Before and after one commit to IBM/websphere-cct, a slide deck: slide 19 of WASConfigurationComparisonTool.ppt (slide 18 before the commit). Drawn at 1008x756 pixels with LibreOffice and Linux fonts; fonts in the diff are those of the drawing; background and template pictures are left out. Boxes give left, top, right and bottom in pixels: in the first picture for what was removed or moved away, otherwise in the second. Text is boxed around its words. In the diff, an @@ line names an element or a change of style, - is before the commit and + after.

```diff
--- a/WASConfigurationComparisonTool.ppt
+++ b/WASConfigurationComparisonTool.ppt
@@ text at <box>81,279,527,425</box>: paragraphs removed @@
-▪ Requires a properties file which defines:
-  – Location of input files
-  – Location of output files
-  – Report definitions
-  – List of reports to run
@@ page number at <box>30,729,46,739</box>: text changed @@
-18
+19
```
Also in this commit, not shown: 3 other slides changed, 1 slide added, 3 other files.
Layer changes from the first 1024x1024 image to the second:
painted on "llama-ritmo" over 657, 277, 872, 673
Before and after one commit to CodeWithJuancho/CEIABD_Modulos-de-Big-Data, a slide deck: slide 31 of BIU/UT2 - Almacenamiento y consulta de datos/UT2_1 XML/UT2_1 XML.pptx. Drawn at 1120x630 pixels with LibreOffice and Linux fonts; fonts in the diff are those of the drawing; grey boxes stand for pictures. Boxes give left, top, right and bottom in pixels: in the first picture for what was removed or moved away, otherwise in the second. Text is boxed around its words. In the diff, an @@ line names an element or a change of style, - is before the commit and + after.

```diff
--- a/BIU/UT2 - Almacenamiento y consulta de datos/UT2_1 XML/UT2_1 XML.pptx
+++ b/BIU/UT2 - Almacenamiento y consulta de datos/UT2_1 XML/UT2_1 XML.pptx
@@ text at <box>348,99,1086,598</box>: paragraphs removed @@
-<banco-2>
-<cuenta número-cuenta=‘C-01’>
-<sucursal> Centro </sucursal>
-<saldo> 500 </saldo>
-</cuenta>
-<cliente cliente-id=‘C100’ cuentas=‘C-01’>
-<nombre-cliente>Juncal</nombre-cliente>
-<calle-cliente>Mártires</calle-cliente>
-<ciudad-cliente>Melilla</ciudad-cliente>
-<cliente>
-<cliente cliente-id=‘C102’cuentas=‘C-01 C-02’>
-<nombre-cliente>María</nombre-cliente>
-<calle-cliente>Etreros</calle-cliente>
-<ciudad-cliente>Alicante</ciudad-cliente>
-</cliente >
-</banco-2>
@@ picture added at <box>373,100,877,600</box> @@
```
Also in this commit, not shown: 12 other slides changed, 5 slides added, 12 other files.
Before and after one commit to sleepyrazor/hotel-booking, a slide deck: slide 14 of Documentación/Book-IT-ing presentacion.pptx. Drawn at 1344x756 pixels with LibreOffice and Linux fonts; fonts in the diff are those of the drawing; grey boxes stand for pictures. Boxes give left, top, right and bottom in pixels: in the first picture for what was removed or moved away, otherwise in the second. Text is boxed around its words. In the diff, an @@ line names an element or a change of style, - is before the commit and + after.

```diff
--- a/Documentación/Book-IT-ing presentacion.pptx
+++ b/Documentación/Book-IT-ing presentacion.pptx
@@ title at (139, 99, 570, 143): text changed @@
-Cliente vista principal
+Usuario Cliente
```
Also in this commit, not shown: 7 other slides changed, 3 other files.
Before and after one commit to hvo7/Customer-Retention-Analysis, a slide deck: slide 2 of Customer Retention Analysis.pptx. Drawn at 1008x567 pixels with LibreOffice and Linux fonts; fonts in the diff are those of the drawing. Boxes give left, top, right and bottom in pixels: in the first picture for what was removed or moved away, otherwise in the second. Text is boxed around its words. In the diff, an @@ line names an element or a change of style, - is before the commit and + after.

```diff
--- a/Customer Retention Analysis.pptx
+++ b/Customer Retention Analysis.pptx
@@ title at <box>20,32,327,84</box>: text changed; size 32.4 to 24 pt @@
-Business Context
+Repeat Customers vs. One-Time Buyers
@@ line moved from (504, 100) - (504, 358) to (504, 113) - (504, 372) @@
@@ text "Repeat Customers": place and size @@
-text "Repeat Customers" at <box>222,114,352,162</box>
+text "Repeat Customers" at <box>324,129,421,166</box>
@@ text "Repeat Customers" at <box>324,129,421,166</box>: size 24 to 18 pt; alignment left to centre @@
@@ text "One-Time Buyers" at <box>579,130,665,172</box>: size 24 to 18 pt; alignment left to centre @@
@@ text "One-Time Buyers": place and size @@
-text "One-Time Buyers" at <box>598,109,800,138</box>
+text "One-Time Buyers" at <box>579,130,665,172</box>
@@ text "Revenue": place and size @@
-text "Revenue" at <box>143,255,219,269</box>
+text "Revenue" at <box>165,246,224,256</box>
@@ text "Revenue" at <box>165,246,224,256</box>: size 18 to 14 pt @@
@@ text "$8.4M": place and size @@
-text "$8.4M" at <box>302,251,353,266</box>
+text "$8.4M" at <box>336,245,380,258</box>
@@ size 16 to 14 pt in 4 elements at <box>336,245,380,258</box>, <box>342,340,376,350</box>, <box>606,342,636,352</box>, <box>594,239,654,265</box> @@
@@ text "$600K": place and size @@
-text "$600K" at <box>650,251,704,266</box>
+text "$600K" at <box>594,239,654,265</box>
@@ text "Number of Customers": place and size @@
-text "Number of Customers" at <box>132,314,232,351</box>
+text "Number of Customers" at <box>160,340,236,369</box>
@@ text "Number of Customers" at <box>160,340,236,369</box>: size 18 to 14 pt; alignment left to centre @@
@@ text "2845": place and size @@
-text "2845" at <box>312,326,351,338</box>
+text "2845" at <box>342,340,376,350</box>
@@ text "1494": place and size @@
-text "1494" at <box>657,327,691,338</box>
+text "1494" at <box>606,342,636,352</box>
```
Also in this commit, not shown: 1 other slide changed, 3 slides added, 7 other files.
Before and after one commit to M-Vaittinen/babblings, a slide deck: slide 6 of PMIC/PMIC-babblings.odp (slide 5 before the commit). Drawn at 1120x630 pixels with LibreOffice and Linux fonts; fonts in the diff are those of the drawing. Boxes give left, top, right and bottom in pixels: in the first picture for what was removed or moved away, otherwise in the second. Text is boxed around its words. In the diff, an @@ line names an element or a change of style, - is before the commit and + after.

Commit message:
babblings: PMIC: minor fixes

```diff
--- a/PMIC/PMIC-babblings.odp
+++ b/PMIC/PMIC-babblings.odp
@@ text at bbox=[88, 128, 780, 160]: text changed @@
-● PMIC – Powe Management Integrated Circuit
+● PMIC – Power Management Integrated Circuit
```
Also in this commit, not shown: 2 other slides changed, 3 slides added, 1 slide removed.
──────
Give the number of lines above containing the word "calle", with no other text.

2